I'm sure I'm preaching to the choir here, and everyone reading this blog will be nodding their heads as if I'm ranting about how rocks fall down instead of up, but it's something we all too easily forget in the rush of everyday, to take the time to keep our minds and our tools sharp.

Got a large log file to parse(1GB+?)? Instead of wrestling with some editor, try writing a perl/python script to parse it for you, or even a shell script with a grep pipeline.

Let the machine work hard while you work smart. You'll save time, be more relaxed for it, and who knows, you might even enjoy it!

Monday, February 9, 2009

Two Random things I like about Java...

1) the fact that each and every class file needs to have 0xCAFEBABE in the first 4 byte positions
This actually identifies the file as a valid Java class file in addition to the file extension, no non-class file is likely to have this number in that location.

2 the fact that there is a class called java.text.DontCareFieldPosition!!
The name actually makes sense, it's used by the DecimalFormatter and is package-local, so clients of the API should never be aware of it, and is a null implementation of the FieldPosition interface. Cudos to the developer that argued that name past the API police!!

Sunday, February 8, 2009

The importance of trim()... or how much I hate whitespace!!

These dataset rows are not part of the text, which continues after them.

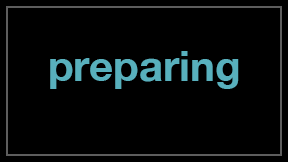
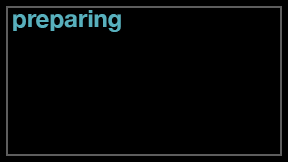
Layered file, before and after one edit (288×162). Changes by layer:
painted on "preparing" over [13, 10, 239, 89]
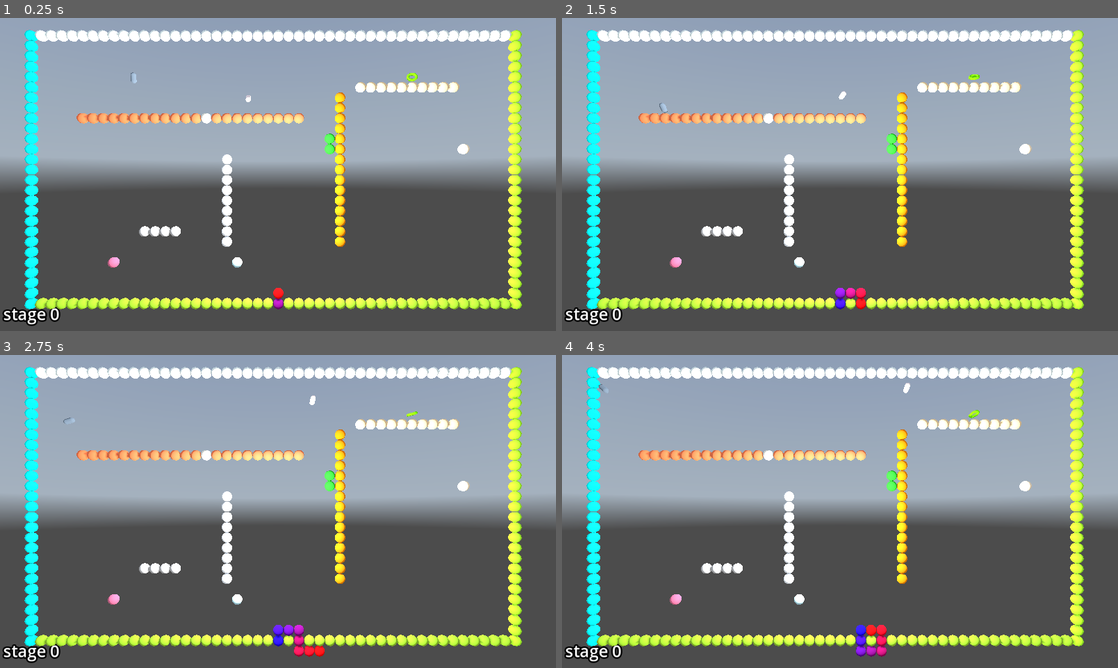
Above: before the commit, frames 1-4 (two rows, left to right).
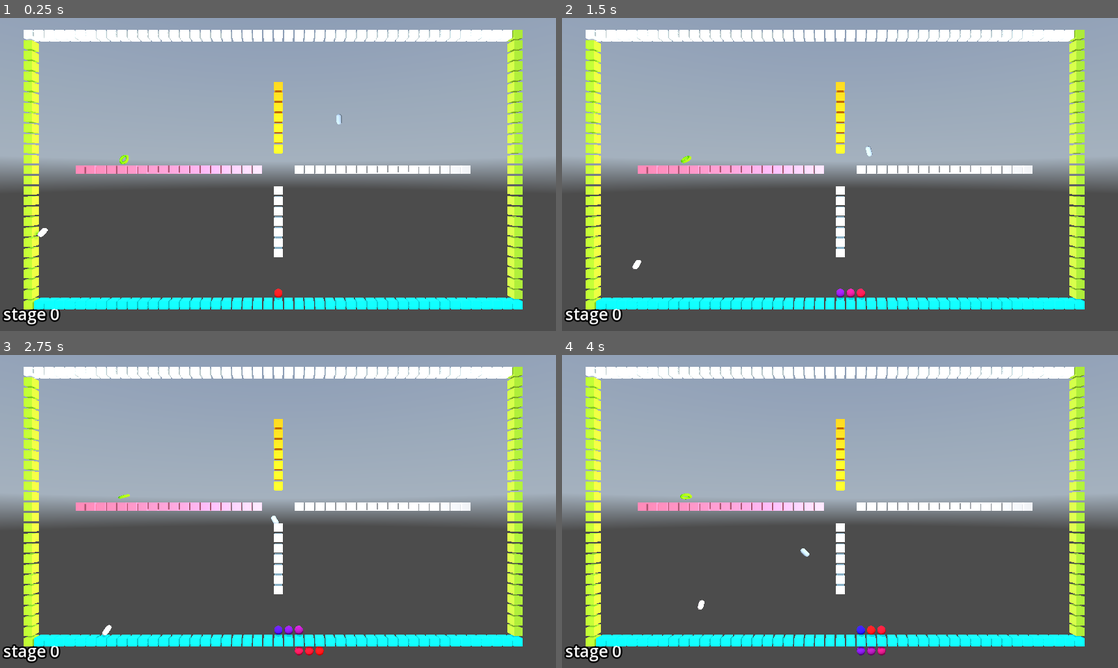
Above: after the commit, the same moments.

Repository: kasworld/gd4snakebyte3d
Game: Godot game, scene res://main.tscn
Two runs of this game, one before a commit and one after it. Both use one fixed random seed, a clock stepped at 60 frames per second and the inputs below. A sky picture missing from this copy of the repository is replaced by a grey-blue gradient.
Inputs (mouse positions are in pixels of both pictures, inside the frame that each line leads up to):
- Up to frame 1 (0.25 s): no input
- Up to frame 2 (1.5 s): tap Enter at 0.5 s; move the mouse to (962, 158) at 0.52 s; hold Right 0.53-1.28 s; click (962, 158) at 0.67 s; move the mouse to (728, 190) at 1.27 s; hold Down from 1.28 s (still down)
- Up to frame 3 (2.75 s): move the mouse to (333, 442) at 2.02 s; release Down at 2.03 s; hold Right from 2.03 s (still down)
- Up to frame 4 (4 s): move the mouse to (812, 574) at 2.77 s; release Right at 2.78 s; hold Up 2.78-3.53 s; click (812, 574) at 2.92 s; move the mouse to (1006, 558) at 3.52 s; hold Left from 3.53 s (still down)

The runs differ from the first frame. In frame 1, 14% of the frame differs, in the area x 4-94%, y 3-94%; in frame 2, 14%; in frame 3, 14%; in frame 4, 14%, in the area x 4-94%, y 3-97%.

Commit message:
add walls

Diff:
--- a/global/settings.gd
+++ b/global/settings.gd
@@ -10,10 +10,17 @@
 const FrameTime := 0.4 # second
 
 var BounderyWalls = [
-	["hline", 0, Settings.FieldWidth-1, 0, Things.Wall ],
-	["hline", 0, Settings.FieldWidth-1, Settings.FieldHeight-1, Things.Wall ],
-	["vline", 0, 0, Settings.FieldHeight-1, Things.Wall ],
-	["vline", Settings.FieldWidth-1, 0, Settings.FieldHeight-1, Things.Wall ],
+	["hline", 0, Settings.FieldWidth-2, 0, Things.Wall ],
+	["vline", Settings.FieldWidth-1, 0, Settings.FieldHeight-2, Things.Wall ],
+	["hline", 1, Settings.FieldWidth-1, Settings.FieldHeight-1, Things.Wall ],
+	["vline", 0, 1, Settings.FieldHeight-1, Things.Wall ],
+]
+
+var Stage1Walls = [
+	["hline", 5, Settings.FieldWidth/2-2, Settings.FieldHeight/2, Things.Wall ],
+	["hline", Settings.FieldWidth/2+2, Settings.FieldWidth-1-5, Settings.FieldHeight/2, Things.Wall ],
+	["vline", Settings.FieldWidth/2, 5, Settings.FieldHeight/2-2, Things.Wall ],
+	["vline", Settings.FieldWidth/2, Settings.FieldHeight/2+2, Settings.FieldHeight-1-5, Things.Wall ],
 ]
 
 var LightColorList = NamedColorList.make_light_color_list()
--- a/snake.gd
+++ b/snake.gd
@@ -5,11 +5,12 @@
 var move_dir :Dir8Lib.Dir
 var dest_body_len :int
 
-func init(pos :Vector2i) -> void:
-	var mesh = ShapeLib.new_mesh_by_type(ShapeLib.Shape.Sphere, 0.5)
+func init(pos :Vector2i) -> Snake:
+	var mesh = ShapeLib.new_mesh_by_type(ShapeLib.Shape.Sphere, 0.4)
 	$Body.init(mesh, Color.WHITE, Settings.FieldWidth*Settings.FieldHeight/2, Vector3.ZERO)
 	dest_body_len = Settings.SnakeLenStart
 	pos2d_list.append(pos)
+	return self
 
 func process_frame() -> void:
 	if pos2d_list.size() >= dest_body_len:
--- a/stage.gd
+++ b/stage.gd
@@ -13,7 +13,7 @@
 	$Label3D.text = "stage %d" % number
 	$Timer.wait_time = Settings.FrameTime
 	field = PlacedThings.new(Settings.FieldSize)
-	$Walls.init(field)
+	$Walls.init(field, Settings.Stage1Walls)
 	field.set_at( Settings.StartPos, Things.Start)
 	#field.set_at( Vector2i(Settings.FieldWidth/2, 0), Things.Goal)
 	for i in 2:
--- a/walls.gd
+++ b/walls.gd
@@ -4,13 +4,14 @@
 var field :PlacedThings
 var wall_list :Array
 
-func init(f :PlacedThings) -> void:
+func init(f :PlacedThings, add_walls :Array) -> void:
 	field = f
 	wall_list = []
-	var mesh = ShapeLib.new_mesh_by_type(ShapeLib.Shape.Sphere, 0.5)
+	var mesh = ShapeLib.new_mesh_by_type(ShapeLib.Shape.Box, 0.4)
 	$MultiMeshShape.init(mesh, Color.WHITE, Settings.FieldWidth*Settings.FieldHeight/2, Vector3.ZERO)
 	exec_script(Settings.BounderyWalls)
-	draw_rand_wall(10)
+	exec_script(add_walls)
+	#draw_rand_wall(10)
 	field2wall(field)
 
 func field2wall(field :PlacedThings) -> void:

So... One of my colleagues went on leave last friday, and Murphys law dictates that that is the perfect time for the application he maintains to suddenly and precipitously cease working in production. Of course this problem fell into my lap to resolve so I set to it around about lunchtime...

The situation is that a third party regularly sends us a variety of data in plain text or spreadsheet format, in this particular case it's spreadsheet. Once we get this, we read it off the filesystem, look up data from the spreadsheet and compare it to data in our systems and perform various actions based on it. This has been in production for about 8months and has worked perfectly the whole time. Until the maintainer went on leave... :-)

Digging in, the first problem was that it wasn't reading dates properly. Hmmm, ok, so we grab the last spreadsheet that worked and compare with that, ah, they'd changed the date format from YYYY-MM-DD to DD/MM/YYYY for no reason at all. Ok, not a biggie, one excel macro later it looks fine, reload but still no workie... what tha?

After more digging we were being bitten by Excel date handling. A cell may look like a date, but if the cell is formatted as a date then internally it's actually just an integer, which needs to be converted. In my checked-out version of code this was handled transparently, but in prod and QUAL this broke as numeric dates were being missed, resulting in nulls. Ok, another excel macro and we have columns of strings that look like dates instead of numbers that look like dates. Now loading this file into QUAL the dates are picked up fine, at which point I noticed that a lookup between the file and our system wasn't working. WTF mate? Each row has several cells that contain codes that need to be converted into rich data structures from a lookup, this data structure then being used for calculations later.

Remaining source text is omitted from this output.